**About this exercise**
Return each line of the records holding the string "FFFFFF".

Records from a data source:
::::
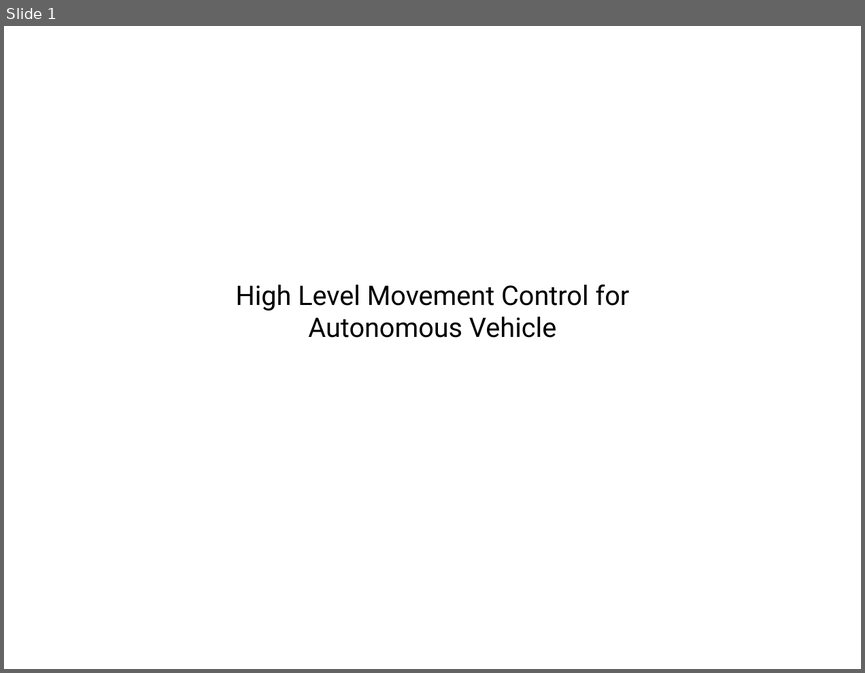
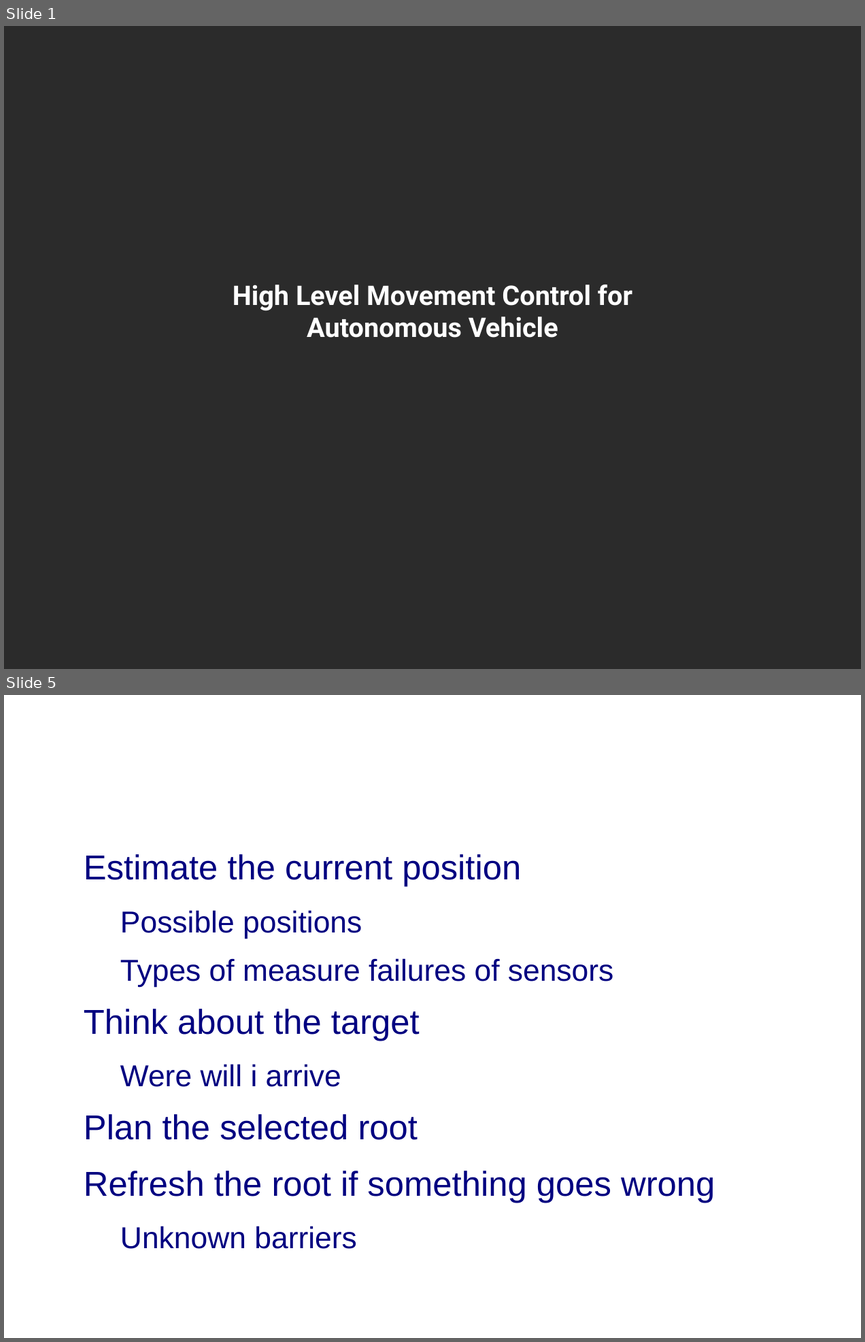
Before and after one commit to MrPerfekt/Car, a slide deck: doc/documents/Presentation/Presentation.odp. Shown one above the other, each under a label of ours: slide 1 before the commit, slides 1 and 5 after it; the slides between them are not shown. The pictures are 865x673 and 865x1342 pixels, drawn with LibreOffice and Linux fonts; fonts in the diff are those of the drawing; background and template pictures are left out; a plain dark background stands for a picture behind light text. Boxes give left, top, right and bottom in pixels: in the first picture for what was removed or moved away, otherwise in the second. Text is boxed around its words. In the diff, an @@ line names an element or a change of style, - is before the commit and + after.

```diff
--- a/doc/documents/Presentation/Presentation.odp
+++ b/doc/documents/Presentation/Presentation.odp
@@ slide 5 added at (x1=4, y1=695, x2=861, y2=1338), background picture (left out) @@
@@ title added at (x1=47, y1=721, x2=818, y2=828), 44 pt, text #FFFFFF, bold @@
+Duties
@@ text added at (x1=84, y1=854, x2=715, y2=1249), 32 pt, text #000080 @@
+● Estimate the current position
+  − Possible positions
+  − Types of measure failures of sensors
+● Think about the target
+  − Were will i arrive
+● Plan the selected root
+● Refresh the root if something goes wrong
+  − Unknown barriers
@@ slide 1 changed as well @@
@@ background #FFFFFF to picture (left out) @@
@@ title "High Level Movement Control for ..." at (x1=232, y1=284, x2=632, y2=337): text colour #000000 to #FFFFFF, bold on @@
```
Also in this commit, not shown: 19 other slides added, 2 other files.
::::
**Response below**
@@ title added at (x1=47, y1=721, x2=818, y2=828), 44 pt, text #FFFFFF, bold @@
@@ background #FFFFFF to picture (left out) @@
@@ title "High Level Movement Control for ..." at (x1=232, y1=284, x2=632, y2=337): text colour #000000 to #FFFFFF, bold on @@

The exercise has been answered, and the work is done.